Gazette

GUEST COLUMN: Oil and gas industry development has major potential for our area

GUEST COLUMNIST

Like the rest of the country, our community has been hit particularly hard during this recession. The new preliminary numbers are in from Bureau of Labor Statistics for El Paso County, and unemployment is at 8.7 percent. And that’s not including those in the community who have stopped looking for employment, or those that are simply underemployed — taking jobs well beneath their expertise level.

Meanwhile, a contracting economy has left our schools and local governments crunched for cash — that means less money for police and firefighters, and teachers and students, too.

As a businessman, I’ve see the hardships in our community firsthand. Bottom-line: we need all the jobs and economic growth we can find.

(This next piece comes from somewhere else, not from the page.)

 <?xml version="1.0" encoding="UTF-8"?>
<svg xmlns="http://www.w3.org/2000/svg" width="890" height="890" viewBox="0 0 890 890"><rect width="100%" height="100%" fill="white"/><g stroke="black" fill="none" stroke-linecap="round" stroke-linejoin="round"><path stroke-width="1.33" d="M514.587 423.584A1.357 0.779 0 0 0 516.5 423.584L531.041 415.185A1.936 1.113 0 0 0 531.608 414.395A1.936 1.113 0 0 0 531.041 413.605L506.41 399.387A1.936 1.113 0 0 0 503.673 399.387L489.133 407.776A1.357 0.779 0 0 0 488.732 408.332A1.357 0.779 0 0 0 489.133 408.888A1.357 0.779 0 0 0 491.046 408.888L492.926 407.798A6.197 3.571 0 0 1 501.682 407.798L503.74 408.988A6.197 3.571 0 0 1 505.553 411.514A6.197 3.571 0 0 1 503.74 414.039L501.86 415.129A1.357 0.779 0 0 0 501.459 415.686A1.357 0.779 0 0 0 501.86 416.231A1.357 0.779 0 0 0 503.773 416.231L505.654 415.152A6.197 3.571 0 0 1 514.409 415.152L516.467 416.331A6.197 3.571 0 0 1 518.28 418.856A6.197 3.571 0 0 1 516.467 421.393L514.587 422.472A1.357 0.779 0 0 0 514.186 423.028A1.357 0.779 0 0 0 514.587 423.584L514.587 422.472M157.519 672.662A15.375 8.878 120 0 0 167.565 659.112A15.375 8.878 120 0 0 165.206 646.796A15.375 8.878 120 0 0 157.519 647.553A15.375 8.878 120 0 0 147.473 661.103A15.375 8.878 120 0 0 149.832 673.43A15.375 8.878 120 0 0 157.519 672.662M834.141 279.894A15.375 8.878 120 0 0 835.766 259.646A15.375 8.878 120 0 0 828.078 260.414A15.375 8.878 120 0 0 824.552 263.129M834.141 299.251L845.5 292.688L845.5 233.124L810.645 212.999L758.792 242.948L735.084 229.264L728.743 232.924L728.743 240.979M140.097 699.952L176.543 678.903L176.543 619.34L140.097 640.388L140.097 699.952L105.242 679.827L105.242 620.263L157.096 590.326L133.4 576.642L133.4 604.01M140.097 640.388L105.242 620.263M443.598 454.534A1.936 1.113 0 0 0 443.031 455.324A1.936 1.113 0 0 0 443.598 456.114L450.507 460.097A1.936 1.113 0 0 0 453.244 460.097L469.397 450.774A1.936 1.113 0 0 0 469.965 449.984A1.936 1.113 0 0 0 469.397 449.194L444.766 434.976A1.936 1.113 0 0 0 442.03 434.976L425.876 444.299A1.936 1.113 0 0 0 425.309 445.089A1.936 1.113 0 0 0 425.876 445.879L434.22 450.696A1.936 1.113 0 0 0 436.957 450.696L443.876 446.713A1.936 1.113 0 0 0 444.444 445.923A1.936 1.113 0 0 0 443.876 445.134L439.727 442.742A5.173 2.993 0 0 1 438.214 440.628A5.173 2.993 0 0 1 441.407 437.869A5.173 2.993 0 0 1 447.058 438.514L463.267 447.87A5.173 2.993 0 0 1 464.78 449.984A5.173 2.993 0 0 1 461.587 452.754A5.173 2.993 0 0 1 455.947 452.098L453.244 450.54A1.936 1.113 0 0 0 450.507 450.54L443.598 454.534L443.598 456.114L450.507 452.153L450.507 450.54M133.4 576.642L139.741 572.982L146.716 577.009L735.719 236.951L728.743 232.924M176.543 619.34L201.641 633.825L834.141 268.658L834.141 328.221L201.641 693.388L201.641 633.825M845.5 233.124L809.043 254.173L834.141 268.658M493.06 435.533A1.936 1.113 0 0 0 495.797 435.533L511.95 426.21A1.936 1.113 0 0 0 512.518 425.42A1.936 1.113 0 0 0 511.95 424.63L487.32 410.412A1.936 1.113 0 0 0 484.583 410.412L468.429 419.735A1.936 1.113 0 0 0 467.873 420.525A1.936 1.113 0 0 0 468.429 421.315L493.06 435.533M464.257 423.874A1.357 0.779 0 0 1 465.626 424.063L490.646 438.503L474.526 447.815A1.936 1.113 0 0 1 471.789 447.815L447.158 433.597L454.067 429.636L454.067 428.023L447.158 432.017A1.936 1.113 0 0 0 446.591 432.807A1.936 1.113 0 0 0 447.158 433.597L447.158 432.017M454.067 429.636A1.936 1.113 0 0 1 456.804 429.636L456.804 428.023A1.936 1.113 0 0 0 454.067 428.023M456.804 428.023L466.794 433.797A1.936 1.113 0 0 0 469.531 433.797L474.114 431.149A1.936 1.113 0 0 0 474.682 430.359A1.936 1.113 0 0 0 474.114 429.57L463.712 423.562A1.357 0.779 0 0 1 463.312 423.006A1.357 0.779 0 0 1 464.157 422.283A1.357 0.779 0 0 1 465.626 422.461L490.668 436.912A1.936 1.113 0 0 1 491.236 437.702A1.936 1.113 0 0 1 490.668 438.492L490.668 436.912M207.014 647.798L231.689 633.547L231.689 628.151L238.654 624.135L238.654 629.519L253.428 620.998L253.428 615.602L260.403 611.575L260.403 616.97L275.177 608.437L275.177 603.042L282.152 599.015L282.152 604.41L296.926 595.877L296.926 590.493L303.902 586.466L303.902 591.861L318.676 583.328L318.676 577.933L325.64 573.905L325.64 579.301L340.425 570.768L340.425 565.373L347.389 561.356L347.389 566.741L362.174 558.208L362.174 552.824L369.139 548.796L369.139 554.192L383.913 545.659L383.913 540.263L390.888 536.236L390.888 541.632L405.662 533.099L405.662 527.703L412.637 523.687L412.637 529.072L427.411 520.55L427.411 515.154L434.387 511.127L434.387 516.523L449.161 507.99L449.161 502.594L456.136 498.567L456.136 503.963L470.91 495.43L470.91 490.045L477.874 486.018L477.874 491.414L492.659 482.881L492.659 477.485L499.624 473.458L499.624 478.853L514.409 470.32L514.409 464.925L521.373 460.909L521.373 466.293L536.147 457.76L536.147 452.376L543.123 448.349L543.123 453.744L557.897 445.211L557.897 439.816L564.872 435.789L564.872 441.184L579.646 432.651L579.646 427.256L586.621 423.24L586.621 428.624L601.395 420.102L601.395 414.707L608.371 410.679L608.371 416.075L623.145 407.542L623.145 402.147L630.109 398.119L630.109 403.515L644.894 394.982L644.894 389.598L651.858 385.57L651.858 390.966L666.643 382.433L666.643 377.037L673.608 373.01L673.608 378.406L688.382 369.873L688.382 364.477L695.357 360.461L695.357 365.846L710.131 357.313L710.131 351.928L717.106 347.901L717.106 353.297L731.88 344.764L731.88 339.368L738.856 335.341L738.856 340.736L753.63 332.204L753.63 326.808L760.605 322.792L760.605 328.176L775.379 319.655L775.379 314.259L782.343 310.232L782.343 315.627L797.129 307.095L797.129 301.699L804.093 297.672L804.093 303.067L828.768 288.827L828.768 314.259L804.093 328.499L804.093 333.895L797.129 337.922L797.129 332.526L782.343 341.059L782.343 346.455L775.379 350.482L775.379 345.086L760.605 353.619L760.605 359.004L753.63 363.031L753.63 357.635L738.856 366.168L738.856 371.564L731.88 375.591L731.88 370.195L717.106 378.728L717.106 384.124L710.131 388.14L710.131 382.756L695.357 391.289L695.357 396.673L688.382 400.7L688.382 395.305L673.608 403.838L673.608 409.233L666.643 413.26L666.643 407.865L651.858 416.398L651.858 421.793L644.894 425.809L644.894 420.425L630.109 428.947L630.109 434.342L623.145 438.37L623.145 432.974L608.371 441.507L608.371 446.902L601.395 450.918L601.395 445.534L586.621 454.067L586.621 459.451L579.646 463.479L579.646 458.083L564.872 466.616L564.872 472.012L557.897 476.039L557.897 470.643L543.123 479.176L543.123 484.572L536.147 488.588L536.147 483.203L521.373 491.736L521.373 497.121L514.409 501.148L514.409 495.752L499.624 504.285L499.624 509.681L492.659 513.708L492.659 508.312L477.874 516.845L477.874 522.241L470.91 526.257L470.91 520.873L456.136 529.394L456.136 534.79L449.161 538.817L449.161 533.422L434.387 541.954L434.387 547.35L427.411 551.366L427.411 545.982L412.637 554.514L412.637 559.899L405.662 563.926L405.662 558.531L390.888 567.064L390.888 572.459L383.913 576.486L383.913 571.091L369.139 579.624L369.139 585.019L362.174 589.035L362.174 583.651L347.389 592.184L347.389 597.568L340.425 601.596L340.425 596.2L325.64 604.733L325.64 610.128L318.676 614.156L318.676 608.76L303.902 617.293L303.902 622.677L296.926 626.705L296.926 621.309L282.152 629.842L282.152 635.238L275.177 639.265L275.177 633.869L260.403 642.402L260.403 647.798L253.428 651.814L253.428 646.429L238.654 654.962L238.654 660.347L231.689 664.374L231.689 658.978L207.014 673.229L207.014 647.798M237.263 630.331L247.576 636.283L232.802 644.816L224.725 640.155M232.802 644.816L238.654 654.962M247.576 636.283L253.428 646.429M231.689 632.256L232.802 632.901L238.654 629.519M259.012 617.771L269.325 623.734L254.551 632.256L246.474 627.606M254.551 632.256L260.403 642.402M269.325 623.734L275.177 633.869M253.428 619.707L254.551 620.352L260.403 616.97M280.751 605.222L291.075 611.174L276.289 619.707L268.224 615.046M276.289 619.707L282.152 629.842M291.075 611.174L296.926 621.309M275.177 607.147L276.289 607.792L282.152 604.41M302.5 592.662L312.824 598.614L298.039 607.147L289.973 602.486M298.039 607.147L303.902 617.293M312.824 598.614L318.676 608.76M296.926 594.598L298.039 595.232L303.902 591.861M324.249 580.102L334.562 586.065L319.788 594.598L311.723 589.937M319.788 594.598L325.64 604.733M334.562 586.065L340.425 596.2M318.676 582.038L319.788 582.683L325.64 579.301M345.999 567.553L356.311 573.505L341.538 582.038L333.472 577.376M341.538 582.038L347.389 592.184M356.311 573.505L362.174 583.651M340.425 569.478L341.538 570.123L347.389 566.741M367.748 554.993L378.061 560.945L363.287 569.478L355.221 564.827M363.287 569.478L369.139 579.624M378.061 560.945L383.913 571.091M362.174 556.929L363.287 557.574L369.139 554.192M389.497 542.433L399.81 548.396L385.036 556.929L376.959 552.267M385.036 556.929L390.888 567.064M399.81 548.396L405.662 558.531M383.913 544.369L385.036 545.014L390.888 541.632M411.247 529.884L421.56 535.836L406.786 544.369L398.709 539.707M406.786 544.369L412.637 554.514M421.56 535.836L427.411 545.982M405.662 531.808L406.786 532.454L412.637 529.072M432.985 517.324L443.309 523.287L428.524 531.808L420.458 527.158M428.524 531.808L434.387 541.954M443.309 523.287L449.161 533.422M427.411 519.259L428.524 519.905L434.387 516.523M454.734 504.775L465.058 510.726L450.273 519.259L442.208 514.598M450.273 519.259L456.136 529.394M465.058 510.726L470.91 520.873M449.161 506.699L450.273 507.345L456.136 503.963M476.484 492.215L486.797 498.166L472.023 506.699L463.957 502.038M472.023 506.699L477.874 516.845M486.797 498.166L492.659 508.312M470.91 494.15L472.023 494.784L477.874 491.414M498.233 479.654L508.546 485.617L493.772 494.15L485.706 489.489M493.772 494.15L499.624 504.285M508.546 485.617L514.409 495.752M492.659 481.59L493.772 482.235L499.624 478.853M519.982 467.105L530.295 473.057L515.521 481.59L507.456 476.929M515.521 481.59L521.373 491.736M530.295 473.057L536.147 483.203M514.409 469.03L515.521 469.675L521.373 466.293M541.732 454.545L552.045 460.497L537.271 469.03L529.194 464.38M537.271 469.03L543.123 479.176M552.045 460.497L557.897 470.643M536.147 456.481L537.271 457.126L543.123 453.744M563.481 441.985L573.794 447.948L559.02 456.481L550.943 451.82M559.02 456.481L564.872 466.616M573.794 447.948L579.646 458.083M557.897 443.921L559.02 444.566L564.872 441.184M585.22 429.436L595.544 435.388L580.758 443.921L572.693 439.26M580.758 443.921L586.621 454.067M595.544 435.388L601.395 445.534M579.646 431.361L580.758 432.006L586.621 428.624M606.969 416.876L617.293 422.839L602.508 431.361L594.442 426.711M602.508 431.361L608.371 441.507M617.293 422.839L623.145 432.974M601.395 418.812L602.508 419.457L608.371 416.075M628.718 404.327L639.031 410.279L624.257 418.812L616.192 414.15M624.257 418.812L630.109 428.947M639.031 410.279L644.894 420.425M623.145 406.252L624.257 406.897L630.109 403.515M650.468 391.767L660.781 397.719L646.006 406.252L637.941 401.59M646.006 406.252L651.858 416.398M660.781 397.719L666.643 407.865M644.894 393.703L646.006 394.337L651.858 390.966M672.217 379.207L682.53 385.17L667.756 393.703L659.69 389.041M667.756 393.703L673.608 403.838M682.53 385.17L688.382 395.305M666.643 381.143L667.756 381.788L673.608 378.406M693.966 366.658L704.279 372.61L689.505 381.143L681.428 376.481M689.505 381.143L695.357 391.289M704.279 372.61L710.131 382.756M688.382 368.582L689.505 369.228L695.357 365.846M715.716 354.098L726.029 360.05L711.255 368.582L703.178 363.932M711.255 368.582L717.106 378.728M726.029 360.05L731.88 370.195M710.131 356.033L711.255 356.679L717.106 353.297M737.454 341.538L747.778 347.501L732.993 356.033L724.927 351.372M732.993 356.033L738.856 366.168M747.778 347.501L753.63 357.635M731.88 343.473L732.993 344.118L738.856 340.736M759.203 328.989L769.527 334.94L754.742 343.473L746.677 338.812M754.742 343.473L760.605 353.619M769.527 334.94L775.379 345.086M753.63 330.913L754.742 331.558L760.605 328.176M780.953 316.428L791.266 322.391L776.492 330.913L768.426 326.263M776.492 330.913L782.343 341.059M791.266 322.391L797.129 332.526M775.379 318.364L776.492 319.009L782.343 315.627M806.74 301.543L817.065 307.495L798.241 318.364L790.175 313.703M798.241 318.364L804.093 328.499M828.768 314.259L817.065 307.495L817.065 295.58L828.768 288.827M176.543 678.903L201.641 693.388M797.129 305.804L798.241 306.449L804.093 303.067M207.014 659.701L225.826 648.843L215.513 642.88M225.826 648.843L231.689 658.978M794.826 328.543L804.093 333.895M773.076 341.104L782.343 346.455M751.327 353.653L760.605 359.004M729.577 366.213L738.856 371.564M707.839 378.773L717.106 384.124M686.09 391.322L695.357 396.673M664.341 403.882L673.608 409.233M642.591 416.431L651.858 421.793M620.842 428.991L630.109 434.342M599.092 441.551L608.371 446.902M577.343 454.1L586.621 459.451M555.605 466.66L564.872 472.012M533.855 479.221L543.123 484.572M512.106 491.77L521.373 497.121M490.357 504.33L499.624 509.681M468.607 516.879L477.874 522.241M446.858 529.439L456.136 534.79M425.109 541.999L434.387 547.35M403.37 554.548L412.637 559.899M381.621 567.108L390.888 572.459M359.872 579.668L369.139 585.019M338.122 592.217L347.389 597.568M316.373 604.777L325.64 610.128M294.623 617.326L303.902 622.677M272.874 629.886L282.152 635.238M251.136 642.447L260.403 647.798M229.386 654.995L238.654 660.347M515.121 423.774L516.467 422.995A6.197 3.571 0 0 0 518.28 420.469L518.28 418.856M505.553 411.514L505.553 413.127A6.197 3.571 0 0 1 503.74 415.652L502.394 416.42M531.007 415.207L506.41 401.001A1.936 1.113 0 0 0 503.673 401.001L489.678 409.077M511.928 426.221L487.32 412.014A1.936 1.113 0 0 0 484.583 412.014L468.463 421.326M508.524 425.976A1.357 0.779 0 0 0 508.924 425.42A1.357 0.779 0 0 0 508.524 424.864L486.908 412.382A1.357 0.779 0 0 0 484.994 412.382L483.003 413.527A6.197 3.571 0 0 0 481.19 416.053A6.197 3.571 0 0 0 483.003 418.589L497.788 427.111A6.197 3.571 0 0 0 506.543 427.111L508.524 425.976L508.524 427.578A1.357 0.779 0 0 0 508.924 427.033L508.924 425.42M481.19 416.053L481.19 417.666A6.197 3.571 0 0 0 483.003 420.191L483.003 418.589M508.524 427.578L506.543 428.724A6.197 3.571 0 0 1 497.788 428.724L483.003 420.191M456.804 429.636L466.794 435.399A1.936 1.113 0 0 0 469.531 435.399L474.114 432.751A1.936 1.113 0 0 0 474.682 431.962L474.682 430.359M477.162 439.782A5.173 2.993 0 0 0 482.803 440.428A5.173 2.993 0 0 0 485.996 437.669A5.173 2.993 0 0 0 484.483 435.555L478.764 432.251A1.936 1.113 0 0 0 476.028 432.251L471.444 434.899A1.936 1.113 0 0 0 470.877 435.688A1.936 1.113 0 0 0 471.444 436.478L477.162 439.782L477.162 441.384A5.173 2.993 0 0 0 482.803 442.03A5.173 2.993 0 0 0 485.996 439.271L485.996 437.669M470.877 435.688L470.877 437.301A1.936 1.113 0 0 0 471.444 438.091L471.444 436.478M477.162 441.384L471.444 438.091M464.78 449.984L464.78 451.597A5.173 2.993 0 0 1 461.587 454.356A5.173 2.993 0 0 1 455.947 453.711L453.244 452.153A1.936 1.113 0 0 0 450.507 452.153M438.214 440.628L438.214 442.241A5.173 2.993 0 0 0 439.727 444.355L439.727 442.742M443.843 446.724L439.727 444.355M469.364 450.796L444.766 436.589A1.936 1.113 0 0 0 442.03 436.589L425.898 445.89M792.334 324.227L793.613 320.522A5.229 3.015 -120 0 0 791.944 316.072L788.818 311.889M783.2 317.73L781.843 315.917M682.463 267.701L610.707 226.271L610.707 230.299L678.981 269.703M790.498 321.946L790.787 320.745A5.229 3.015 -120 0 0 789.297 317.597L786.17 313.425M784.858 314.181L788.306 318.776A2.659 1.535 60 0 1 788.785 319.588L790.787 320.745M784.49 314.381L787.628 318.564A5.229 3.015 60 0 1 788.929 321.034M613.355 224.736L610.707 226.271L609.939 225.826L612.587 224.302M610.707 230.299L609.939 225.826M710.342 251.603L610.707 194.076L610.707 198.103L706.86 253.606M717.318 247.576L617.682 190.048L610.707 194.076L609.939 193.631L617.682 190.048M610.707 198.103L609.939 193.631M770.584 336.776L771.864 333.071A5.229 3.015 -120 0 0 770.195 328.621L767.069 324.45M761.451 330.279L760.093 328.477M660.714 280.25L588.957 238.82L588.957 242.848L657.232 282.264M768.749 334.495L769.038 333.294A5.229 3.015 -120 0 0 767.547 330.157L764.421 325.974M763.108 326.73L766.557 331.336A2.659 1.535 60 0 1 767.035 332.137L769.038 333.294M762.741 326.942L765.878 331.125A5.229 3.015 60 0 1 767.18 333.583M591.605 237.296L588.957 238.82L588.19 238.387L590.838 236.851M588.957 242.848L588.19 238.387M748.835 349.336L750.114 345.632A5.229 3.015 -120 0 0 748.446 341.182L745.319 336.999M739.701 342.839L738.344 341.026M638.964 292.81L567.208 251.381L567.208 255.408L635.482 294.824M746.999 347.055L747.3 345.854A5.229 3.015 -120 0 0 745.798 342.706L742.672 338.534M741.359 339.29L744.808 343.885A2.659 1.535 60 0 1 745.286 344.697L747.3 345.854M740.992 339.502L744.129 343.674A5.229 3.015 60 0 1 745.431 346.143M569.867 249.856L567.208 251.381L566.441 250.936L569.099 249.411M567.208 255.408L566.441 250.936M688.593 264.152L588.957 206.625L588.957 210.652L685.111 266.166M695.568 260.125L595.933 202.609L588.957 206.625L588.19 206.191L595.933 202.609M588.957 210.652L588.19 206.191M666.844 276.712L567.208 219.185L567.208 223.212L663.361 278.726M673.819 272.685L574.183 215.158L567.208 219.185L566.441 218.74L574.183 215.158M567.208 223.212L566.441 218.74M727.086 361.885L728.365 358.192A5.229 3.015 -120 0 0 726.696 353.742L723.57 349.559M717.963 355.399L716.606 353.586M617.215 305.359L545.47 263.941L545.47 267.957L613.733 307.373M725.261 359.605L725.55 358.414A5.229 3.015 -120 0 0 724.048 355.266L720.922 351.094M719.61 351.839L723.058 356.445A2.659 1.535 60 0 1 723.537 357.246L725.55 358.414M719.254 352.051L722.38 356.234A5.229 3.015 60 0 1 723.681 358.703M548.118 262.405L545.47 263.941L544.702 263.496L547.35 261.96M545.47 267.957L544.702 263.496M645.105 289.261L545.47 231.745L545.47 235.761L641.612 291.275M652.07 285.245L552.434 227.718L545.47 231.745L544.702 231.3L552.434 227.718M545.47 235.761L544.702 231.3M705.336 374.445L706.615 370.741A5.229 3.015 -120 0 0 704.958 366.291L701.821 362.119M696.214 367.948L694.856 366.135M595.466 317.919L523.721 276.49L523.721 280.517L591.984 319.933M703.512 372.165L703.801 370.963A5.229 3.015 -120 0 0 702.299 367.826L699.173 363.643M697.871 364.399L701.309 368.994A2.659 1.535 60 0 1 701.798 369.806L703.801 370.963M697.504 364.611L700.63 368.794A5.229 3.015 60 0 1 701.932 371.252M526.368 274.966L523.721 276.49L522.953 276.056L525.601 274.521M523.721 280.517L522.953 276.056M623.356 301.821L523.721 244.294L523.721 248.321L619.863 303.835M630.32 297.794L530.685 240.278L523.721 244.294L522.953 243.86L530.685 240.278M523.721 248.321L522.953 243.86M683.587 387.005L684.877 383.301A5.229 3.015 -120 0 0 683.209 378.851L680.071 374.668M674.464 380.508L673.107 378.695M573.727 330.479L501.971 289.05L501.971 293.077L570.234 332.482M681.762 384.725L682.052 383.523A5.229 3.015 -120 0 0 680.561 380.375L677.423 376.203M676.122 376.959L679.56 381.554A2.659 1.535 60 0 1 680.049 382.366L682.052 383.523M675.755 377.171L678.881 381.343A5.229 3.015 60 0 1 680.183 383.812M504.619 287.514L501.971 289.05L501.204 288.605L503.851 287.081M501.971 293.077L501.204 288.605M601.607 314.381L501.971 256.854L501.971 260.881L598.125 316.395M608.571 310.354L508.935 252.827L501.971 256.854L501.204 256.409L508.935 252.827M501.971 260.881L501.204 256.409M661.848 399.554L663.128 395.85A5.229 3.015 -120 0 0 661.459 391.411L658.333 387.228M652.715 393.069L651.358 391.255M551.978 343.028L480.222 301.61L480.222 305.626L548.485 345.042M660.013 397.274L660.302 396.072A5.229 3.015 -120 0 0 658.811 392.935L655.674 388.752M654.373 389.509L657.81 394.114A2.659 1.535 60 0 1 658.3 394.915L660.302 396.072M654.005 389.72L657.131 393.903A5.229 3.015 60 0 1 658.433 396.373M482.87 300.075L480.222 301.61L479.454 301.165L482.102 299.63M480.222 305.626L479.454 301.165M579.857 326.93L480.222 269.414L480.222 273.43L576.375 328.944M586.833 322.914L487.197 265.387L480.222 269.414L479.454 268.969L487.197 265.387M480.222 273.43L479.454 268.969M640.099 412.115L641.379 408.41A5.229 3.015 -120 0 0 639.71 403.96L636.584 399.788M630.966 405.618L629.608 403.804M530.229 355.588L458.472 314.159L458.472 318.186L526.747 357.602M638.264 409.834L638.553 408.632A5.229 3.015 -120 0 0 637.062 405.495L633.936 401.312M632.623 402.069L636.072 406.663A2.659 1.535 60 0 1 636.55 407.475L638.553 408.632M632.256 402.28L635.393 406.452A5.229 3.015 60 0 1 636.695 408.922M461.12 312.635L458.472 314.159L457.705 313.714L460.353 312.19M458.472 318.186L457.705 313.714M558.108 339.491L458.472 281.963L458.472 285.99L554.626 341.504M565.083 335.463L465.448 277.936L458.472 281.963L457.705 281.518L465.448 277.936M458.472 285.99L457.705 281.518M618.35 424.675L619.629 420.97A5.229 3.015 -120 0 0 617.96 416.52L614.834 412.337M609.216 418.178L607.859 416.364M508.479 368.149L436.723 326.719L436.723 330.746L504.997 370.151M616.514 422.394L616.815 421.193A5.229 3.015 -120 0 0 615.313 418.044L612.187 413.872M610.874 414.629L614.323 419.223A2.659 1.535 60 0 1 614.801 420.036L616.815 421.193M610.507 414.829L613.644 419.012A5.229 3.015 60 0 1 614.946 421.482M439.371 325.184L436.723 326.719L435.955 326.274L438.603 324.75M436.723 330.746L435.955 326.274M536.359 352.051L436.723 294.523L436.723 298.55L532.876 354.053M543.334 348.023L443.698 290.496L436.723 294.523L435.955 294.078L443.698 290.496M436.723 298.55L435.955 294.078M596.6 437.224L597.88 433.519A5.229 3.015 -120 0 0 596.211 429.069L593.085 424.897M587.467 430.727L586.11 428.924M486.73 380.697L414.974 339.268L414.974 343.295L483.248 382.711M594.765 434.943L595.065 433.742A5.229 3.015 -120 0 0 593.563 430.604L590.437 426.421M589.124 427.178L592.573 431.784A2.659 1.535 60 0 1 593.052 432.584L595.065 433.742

That’s why it strikes me as odd — and very disappointing — that a normally conservative community like our own has allowed itself to get tugged into the camp of being adversarial to oil and gas development. Anti-drilling sentiments should find traction in places like Boulder in Telluride, but not here.

Still, there are a lot of anti-drilling rumblings coming from our local governments. The city put in place a moratorium on drilling, and county planners have asked the county commission to adopt a new 14-step bureaucratic planning process that is so arcane that environmental groups could tie up potential energy production here indefinitely.

It’s time for leaders at the top of the organizational chart to put a stop to these irresponsible actions, and knowing them as I do, I believe they will.

What makes these local restrictions most dubious: thanks to former Governor Bill Ritter, Colorado already has the most onerous oil and gas restrictions in place at the state level. These restrictions were so onerous that they played a big role in him getting run out of office — they killed thousands of jobs and reduced energy production at a time we need more of both.

Environmentalists and oil and gas companies don’t agree on much, but they do agree that the existing oil and gas rules in here in the Centennial State are among the most restrictive in the U.S.A.

No wonder the office of Attorney General John Suthers sent a warning shot to our local officials last week, saying that the redundant restrictions were illegal. Good for John Suthers.

And I hope and trust our reliable county commission will follow the Attorney General’s lead. As it always is with a political issue, misinformation abounds. Some of it comes honestly because energy development is new here, but much of it comes from people who make a living fighting domestic energy production wherever they can. I hope the commissioners will call it straight in the face of these scare tactics: oil and gas production has occurred safely and responsibly in this state for more than 100 years. And with thousands of pages of state-level regulations, local residents can be sure that production in our community balances public health and environmental values.

A robust oil and gas industry has the potential to dramatically improve our economic outlook. In North Dakota for instance, where the local officials have embraced domestic production, their unemployment rate is 3.3 percent.

And if and when energy development scales up here, it will be a funding boon to school, road and public safety programs. Every drop of energy produced here will be taxed like property is taxed, only at a much higher level. Oil and gas production is taxed 87.5 percent of valuation, whereas commercial property is taxed at about 20 percent and residential property is at near 8 percent. All of which is a complicated way of saying cities, counties and our schools will benefit in a significant financial way from oil and gas’ presence.

Whether it’s improving the local economy, increasing funding for our schools, or helping reduce our dependence on foreign energy, El Paso County has a real opportunity when it comes to oil and gas development. I’m glad we’ve got sensible leaders who will see the opportunity for what it is, and allow facts to drive their decisions for the good of us all.


Gregory A “Buddy” Gilmore is owner and Chief Executive Officer of Shape Technologies LLC, a systems engineering and analysis company headquartered in Colorado Springs. Buddy is a retired U.S. Air Force veteran, and a 25-year resident of Colorado Springs.